There was a kind of automatic recycling of surpluses from the emerging countries to the countries running deficits – primarily the United States. Long-term interest rates, here again, remained very low, since additional American debt was refinanced without any difficulty and without tension. Then in early 2004, as growth was restored, although the Federal Reserve increased its short-term rates significantly, up to 5%, long-term rates rose little or not at all. This historic de-correlation between the movement of long and short-term rates aroused a reference by Greenspan, then the head of the American Central Bank, to a “conundrum”, that is an enigma. The enigma was as follows: “How come that whereas the Federal Reserve significantly increased its short-term rates, the long-term rates did not automatically increase?”. The reason was probably not such an enigma as we have seen.

The consequence for private borrowers was that debt was greatly facilitated by rates lower than nominal growth rates from 2003 to 2007. In a way it all happened fundamentally as if the world overproduction created by unregulated globalisation had been concealed by means of increased consumption in the developed countries, except that it was on the basis of progressively unsustainable debt ultimately resulting in a real situation of excess debt. The all-round increase of debt against a backdrop of stagnating purchasing power in the developed countries sustained – in a highly artificial manner – growth levels which otherwise could not have been achieved.

In 2000 household debt in the United States was 100% of disposable income and in 2007 it was 140%. In Spain or Great Britain it increased from 100% to 170%. In France it increased from 55% to 70% and in the Euro Zone, from 65% to 85%. The only country which did not experience an increase in household debt was Germany: 70% in 2000 and the same in 2007.

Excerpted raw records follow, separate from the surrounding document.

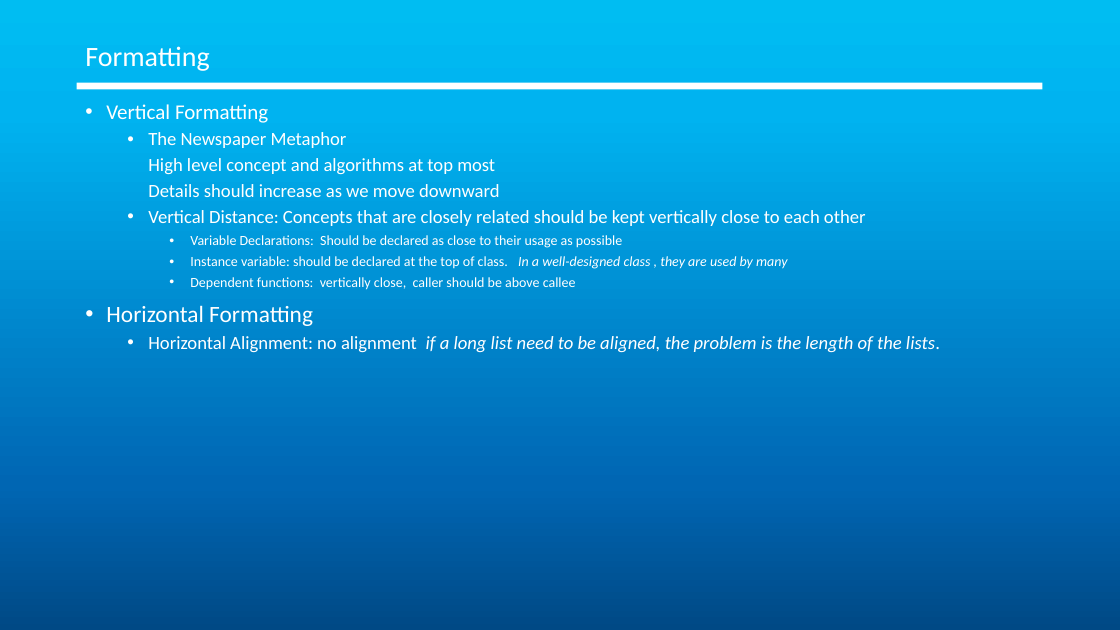
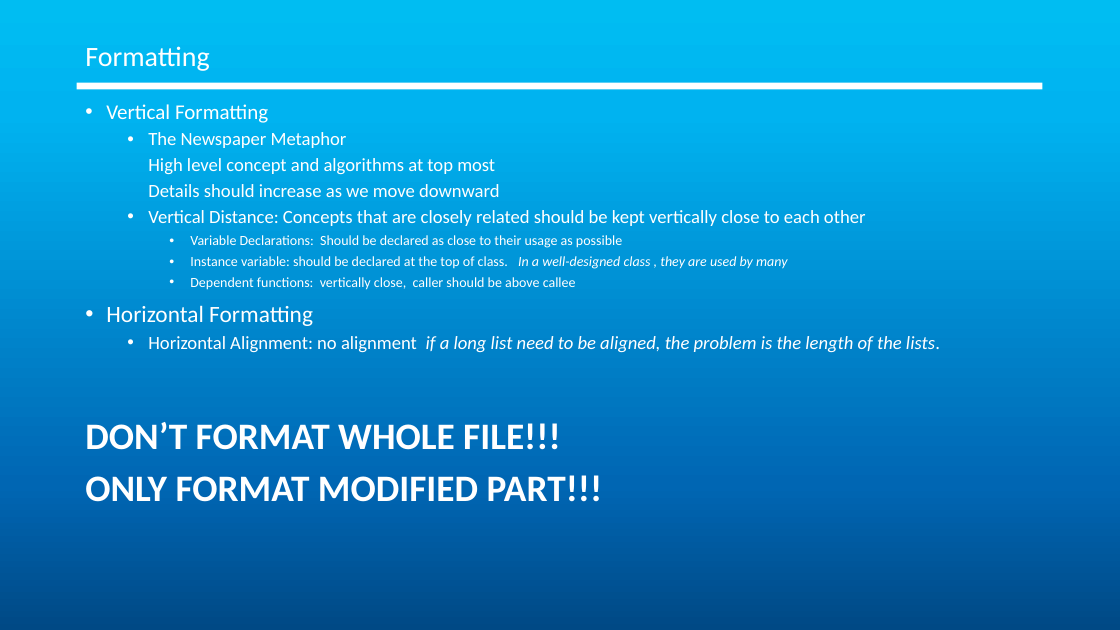
Before and after one commit to fubiye/coding, a slide deck: slide 6 of clean-code/clean code - Fu, Biye.pptx. Drawn at 1120x630 pixels with LibreOffice and Linux fonts; fonts in the diff are those of the drawing. Boxes give left, top, right and bottom in pixels: in the first picture for what was removed or moved away, otherwise in the second. Text is boxed around its words. In the diff, an @@ line names an element or a change of style, - is before the commit and + after.

Commit message:
add mew slides

```diff
--- a/clean-code/clean code - Fu, Biye.pptx
+++ b/clean-code/clean code - Fu, Biye.pptx
@@ text at [85, 422, 603, 502]: paragraphs added @@
+DON’T FORMAT WHOLE FILE!!!
+ONLY FORMAT MODIFIED PART!!!
```
Also in this commit, not shown: 2 slides added.
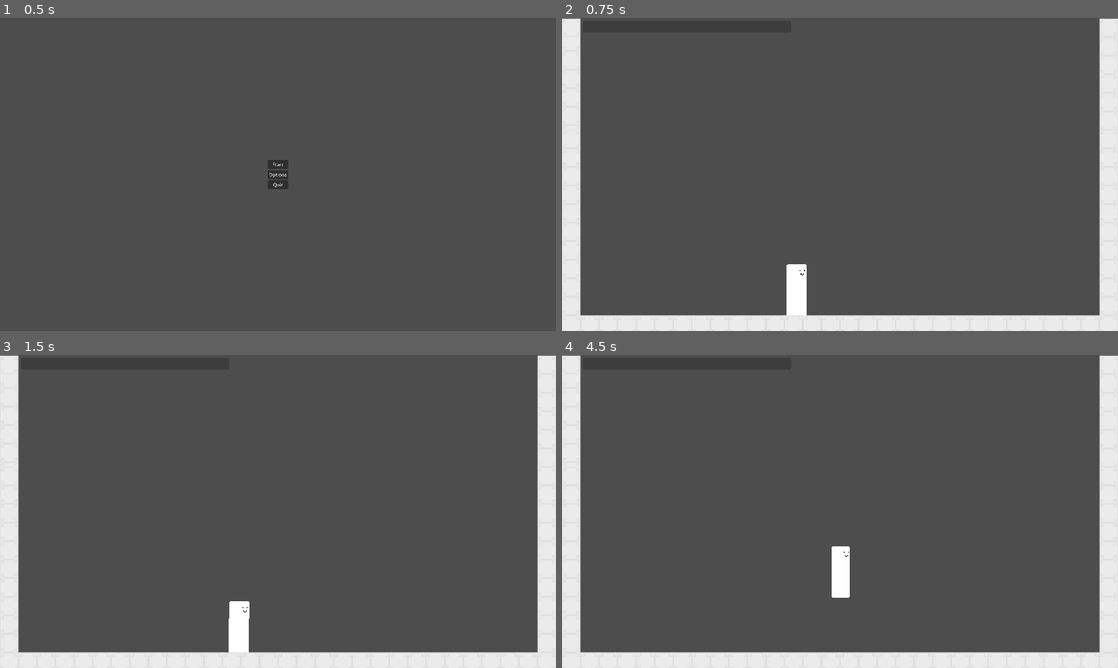
Above: before the commit, frames 1-4 (two rows, left to right).
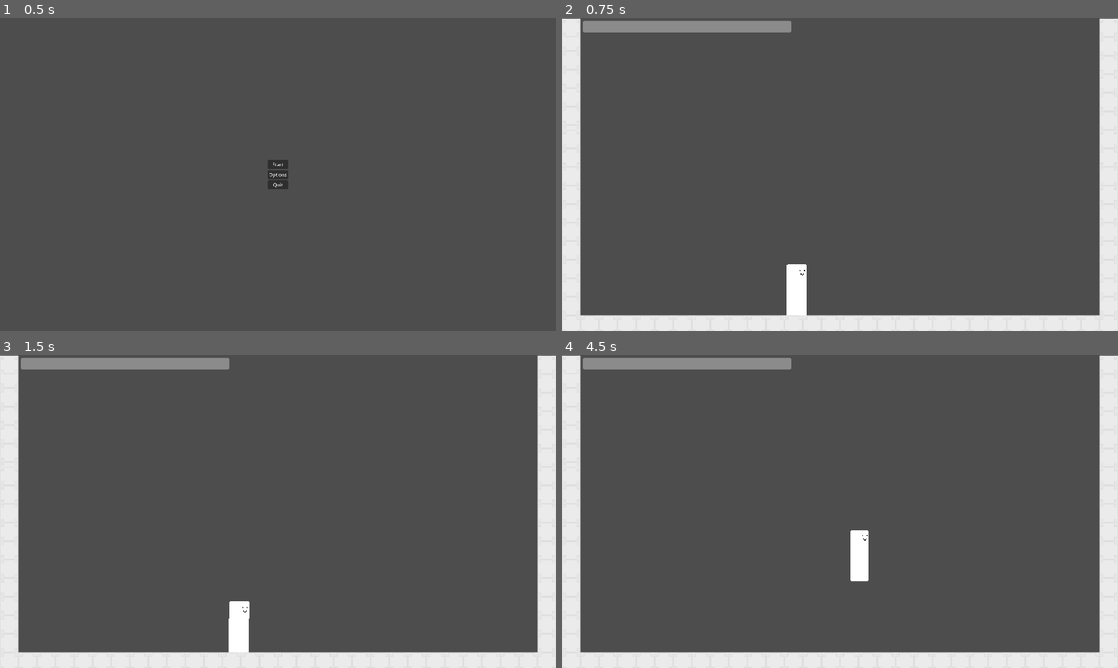
Above: after the commit, the same moments.

Repository: Mysteria0/To-Be-Name-Fighting-Game
Game: Godot game, scene res://menu.tscn
Two runs of this game, one before a commit and one after it. Both use one fixed random seed, a clock stepped at 60 frames per second and the inputs below.
Inputs:
- Up to frame 1 (0.5 s): no input
- Up to frame 2 (0.75 s): click "Start" at 0.5 s
- Up to frame 3 (1.5 s): tap Enter at 1.25 s; hold D (move_right) from 1.28 s (still down); tap I (action_a) at 1.35 s
- Up to frame 4 (4.5 s): tap W (move_up) at 1.52, 2.27, 3.77 s; tap J (action_b) at 2.1, 4.35 s; release D (move_right) at 2.78 s; hold A (move_left) 2.78-3.53 s; hold U (action_c) 2.78-3.53 s; hold D (move_right) from 3.53 s (still down); tap I (action_a) at 3.6 s

Frame 1 is identical in both runs. In frame 2, 1.4% of the frame differs, in the area x 3-42%, y 0-5%; in frame 3, 1.4%; in frame 4, 2.5%, in the area x 3-56%, y 0-78%.

Commit message:
added the start of the input interperter

Diff:
--- a/Scripts/Input Reader/input_reader.gd
+++ b/Scripts/Input Reader/input_reader.gd
@@ -1 +1,20 @@
 extends Node2D
+
+var Recentinputs = {}
+var currentinput : InputEvent
+var holdtime : int
+var validinputs = "WASD"
+
+func _process(delta: float) -> void:
+	if currentinput:
+		if Input.is_action_pressed(currentinput.to_string()):
+			holdtime += 1
+			Recentinputs.set(currentinput,holdtime)
+			pass
+		currentinput = null
+
+
+func process_input(event: InputEvent) -> void:
+	currentinput = event
+	Recentinputs.append(currentinput)
+	holdtime = 0
--- a/Scripts/State Machine/Tsurugi States/tsurugi_falling.gd
+++ b/Scripts/State Machine/Tsurugi States/tsurugi_falling.gd
@@ -7,7 +7,7 @@
 
 
 func process_physics(delta: float) -> State:
-	parent.velocity.y += 980*delta
+	parent.velocity.y += 1000*delta
 	parent.move_and_slide()
 	if parent.is_on_floor():
 		return landing_state
--- a/Scripts/State Machine/Tsurugi States/tsurugi_jump.gd
+++ b/Scripts/State Machine/Tsurugi States/tsurugi_jump.gd
@@ -13,10 +13,10 @@
 	parent.move_and_slide()
 	if whydoihavetouseaboolean:
 		if Input.is_action_pressed("move_left"):
-			parent.velocity.x = -80
+			parent.velocity.x = -100
 		elif Input.is_action_pressed("move_right"):
-			parent.velocity.x = 80
-		parent.velocity.y = -600
+			parent.velocity.x = 100
+		parent.velocity.y = -700
 		parent.move_and_slide()
 		return fall_state
 	return null
--- a/Scripts/Universal Code/main.gd
+++ b/Scripts/Universal Code/main.gd
@@ -4,7 +4,7 @@
 # Called when the node enters the scene tree for the first time.
 func _ready() -> void:
 	$Healthbar.max_value = $Player.Max_health
-	$Healthbar.value = $Player.health
+	$Healthbar.value = $Player.Max_health
 
 
 # Called every frame. 'delta' is the elapsed time since the previous frame.
--- a/main.tscn
+++ b/main.tscn
@@ -16,6 +16,8 @@
 offset_right = 792.0
 offset_bottom = 50.0
 grow_horizontal = 2
+step = 1.0
+value = 100.0
 show_percentage = false
 
 [node name="Player" parent="." unique_id=560191563 instance=ExtResource("1_0xm2m")]

Company debt also increased significantly between 2000 and 2007. With the return to growth from 2004, borrowers and lenders entered into a euphoric phase and forgot the traditional rules of prudence both concerning debt levels which exceeded their historic average and risk premiums which reduced dangerously, as for all credit bubbles. This was the effect of a well-known form of cognitive bias referred to as “disaster blindness”.

In fact, as the last great crisis becomes more and more remote people forget that a new large-scale crisis could recur and they also forget the disastrous consequences. The more time passes, the more probable becomes the return of a catastrophic crisis. As a result, in the financial sphere debts are gradually accumulated along with vulnerable positions which obviously turn out to be dangerous when the bubble bursts after the economic downturn. Banks and market lenders ease the conditions for granting credit, require fewer guarantees and accept lower margins. Selection becomes more lax and leverage increases. In parallel, borrowers forget the elementary rules of prudence.

It should be added that from the mid-1990s there was a phenomenon which accelerated in the 2000s and which facilitated high debt levels: securitization. Securitization consists in removing loans from the balance sheets of lending banks and converting them to packages of debts sold to financial investors or indirectly to individuals.

From 2005, securitization experienced exponential growth, notably at American banks. Unregulated securitization occurred in the most anarchic way possible. There was securitization of non-homogeneous debt, securitization of securitization… The complexity contributed to the opaque nature of the practice and made it very difficult to assess the true value of these investments. In addition, securitization allowed certain banks to shrug off any sense of responsibility for the loans they were granting.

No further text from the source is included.